# how do you promote your farm stand when it off the beaten path



## tomkat (Apr 27, 2014)

I live in a township in Ohio, they are not business friendly. I want to put a sign at the end of the road on a busy State Route. Under Ohio regulations Farming is exempt mostly from local and county zoning laws. But I would like others' opinions and ideas.


----------



## beesohappy (Jun 3, 2009)

I thank that's a great idea. Maybe set something up so you could advertise free samples and put out a tester, some popsicle sticks and a waste basket. Do you have a stand located out front of where you live or would people be coming to the house? I like the honer idea although I've never done it because of where I'm at.


----------



## Chemguy (Nov 26, 2012)

My ideas: 1) Post flyers on bulletin boards at local supermarkets, if they still have these boards in your area. Those aren't as likely to catch the impulse-driven crowd, but could drive business nonetheless. 2) Make a sign that reads: Garage sale....HONEY. Put it up and take it down as needed.

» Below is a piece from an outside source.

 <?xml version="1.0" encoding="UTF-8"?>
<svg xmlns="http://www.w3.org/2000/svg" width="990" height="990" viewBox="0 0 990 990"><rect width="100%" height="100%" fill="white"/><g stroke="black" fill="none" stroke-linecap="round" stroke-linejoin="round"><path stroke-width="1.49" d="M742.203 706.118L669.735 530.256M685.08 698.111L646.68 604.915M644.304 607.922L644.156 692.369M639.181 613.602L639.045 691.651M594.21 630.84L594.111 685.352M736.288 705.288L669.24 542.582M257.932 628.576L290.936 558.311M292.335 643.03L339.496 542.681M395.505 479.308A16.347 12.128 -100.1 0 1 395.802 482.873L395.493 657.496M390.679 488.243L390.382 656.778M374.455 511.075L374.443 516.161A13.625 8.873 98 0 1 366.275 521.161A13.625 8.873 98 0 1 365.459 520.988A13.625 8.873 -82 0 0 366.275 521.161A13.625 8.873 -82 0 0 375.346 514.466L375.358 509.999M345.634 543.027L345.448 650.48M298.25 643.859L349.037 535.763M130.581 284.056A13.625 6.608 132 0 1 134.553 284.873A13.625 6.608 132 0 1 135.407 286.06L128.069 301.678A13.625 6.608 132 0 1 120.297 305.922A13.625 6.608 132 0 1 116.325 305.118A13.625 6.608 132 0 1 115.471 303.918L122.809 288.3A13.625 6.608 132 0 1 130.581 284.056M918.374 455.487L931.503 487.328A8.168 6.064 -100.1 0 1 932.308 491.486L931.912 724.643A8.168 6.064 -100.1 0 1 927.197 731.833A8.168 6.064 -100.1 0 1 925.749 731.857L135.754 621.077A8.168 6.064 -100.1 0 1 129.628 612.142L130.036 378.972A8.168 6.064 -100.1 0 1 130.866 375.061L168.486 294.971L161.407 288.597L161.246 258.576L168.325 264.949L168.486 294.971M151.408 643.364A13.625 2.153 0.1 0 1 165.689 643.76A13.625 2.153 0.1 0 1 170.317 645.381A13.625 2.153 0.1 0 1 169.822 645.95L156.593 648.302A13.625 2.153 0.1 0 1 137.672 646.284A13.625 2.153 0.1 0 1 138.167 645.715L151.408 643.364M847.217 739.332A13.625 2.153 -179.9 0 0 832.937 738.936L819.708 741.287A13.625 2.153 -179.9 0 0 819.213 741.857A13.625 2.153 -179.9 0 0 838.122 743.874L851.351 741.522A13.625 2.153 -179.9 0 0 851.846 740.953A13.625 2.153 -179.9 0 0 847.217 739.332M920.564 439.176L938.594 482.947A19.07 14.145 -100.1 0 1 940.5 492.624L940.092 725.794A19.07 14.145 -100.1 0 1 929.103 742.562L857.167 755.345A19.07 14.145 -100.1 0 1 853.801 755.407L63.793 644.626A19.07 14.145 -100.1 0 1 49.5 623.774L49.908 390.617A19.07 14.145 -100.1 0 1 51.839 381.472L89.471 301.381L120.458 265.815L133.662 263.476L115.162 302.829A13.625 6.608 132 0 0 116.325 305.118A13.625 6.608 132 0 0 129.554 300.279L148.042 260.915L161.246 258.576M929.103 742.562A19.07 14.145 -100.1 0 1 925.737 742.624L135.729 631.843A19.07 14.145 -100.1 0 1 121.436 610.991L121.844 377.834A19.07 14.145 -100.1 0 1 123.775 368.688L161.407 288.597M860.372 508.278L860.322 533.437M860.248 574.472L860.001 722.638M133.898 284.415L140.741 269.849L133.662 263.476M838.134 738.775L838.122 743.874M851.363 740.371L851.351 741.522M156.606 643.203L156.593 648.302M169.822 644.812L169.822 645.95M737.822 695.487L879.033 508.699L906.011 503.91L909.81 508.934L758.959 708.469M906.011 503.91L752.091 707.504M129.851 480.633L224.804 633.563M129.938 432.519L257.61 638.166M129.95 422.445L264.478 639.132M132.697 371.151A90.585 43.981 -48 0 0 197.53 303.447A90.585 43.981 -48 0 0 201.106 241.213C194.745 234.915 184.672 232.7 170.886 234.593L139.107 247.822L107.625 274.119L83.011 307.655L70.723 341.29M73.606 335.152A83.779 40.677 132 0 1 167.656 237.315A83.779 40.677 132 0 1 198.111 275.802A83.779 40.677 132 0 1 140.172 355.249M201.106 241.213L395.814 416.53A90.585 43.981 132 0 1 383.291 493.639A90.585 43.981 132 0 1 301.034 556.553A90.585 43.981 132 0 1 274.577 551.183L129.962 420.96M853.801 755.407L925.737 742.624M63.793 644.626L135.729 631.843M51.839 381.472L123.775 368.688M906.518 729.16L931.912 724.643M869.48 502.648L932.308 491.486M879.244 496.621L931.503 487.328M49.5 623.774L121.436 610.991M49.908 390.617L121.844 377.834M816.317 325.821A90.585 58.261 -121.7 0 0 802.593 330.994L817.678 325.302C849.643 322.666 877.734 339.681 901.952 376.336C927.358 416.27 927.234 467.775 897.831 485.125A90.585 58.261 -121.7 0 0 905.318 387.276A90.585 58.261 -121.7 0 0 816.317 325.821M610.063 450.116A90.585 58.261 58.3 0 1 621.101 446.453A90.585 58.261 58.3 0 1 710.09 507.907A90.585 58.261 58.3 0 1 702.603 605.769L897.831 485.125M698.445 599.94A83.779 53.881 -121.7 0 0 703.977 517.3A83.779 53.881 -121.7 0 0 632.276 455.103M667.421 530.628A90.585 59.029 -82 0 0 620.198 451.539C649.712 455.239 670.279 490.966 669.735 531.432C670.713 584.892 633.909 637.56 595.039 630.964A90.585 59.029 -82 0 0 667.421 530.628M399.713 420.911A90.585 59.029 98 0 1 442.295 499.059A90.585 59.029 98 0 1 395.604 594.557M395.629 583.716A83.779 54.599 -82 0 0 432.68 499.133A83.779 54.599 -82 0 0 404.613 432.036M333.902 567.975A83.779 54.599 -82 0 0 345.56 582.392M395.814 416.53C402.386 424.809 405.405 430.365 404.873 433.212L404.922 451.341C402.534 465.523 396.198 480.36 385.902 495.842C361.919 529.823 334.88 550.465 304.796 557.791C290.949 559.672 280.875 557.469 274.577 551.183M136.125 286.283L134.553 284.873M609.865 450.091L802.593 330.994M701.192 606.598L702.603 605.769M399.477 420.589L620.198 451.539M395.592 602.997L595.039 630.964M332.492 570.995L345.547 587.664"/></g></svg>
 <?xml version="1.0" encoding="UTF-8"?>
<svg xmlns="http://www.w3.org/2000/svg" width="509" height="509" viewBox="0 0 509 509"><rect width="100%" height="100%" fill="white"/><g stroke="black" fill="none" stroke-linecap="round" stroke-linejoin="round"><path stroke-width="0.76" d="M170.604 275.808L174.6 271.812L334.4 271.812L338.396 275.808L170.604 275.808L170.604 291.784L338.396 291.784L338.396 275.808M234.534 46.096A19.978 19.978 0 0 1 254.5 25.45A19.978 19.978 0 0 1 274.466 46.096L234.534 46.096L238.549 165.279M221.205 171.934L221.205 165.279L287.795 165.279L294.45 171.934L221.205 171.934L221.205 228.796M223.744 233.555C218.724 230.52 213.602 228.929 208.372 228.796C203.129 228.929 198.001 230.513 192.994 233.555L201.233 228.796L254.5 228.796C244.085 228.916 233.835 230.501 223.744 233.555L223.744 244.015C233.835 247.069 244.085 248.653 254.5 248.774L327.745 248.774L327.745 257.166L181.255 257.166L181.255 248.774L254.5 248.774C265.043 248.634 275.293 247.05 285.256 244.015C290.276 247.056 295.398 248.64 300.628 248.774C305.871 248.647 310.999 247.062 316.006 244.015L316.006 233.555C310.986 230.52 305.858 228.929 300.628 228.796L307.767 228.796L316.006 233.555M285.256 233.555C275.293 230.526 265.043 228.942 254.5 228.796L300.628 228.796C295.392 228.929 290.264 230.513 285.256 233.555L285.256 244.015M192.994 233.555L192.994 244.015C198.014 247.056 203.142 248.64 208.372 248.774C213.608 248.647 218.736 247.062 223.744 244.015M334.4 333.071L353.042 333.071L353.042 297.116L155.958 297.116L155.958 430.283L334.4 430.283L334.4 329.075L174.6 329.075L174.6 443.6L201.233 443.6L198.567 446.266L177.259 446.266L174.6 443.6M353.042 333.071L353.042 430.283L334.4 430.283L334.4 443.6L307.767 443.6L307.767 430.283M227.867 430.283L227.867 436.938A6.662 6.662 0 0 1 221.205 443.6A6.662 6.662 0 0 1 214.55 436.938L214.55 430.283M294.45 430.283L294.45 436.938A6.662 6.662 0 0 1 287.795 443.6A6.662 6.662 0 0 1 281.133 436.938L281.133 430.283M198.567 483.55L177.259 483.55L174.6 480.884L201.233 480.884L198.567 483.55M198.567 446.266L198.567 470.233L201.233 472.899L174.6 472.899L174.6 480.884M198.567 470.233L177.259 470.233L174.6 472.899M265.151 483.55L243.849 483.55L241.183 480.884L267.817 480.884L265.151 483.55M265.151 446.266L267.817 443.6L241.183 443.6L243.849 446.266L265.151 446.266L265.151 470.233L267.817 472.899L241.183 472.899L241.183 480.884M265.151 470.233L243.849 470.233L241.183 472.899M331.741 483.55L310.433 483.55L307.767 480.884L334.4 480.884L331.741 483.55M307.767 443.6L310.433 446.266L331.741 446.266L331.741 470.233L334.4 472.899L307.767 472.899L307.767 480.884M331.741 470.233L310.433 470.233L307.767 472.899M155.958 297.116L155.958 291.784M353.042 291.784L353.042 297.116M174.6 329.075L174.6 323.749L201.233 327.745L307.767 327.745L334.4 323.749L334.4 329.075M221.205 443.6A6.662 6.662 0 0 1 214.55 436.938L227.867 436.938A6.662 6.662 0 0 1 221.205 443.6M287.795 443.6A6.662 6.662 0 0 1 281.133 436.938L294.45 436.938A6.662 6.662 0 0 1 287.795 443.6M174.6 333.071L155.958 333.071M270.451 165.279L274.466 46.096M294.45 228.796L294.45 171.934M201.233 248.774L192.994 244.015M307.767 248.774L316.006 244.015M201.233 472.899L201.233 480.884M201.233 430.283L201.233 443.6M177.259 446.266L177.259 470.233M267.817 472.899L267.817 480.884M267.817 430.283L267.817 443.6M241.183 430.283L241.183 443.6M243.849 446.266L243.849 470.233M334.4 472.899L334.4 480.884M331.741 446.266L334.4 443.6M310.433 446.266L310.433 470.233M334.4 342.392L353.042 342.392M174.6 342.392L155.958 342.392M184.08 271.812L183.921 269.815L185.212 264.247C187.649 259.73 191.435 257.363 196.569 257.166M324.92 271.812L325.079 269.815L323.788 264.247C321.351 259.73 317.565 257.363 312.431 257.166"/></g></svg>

My opinion or, more like, what are possible pitfalls: If your township is truly not business-friendly, then they are not going to be supportive of a sign that remains posted by the road, even if the right of way is owned and maintained by the state. If they are actively business-*un*friendly, then they may also take it upon themselves to determine if you are/are not a farm. In our state there is a difference between a property on which allowed agricultural pursuits are taking place, and a farm.

I hope this helps. Good luck on your sales! Keep us posted.


----------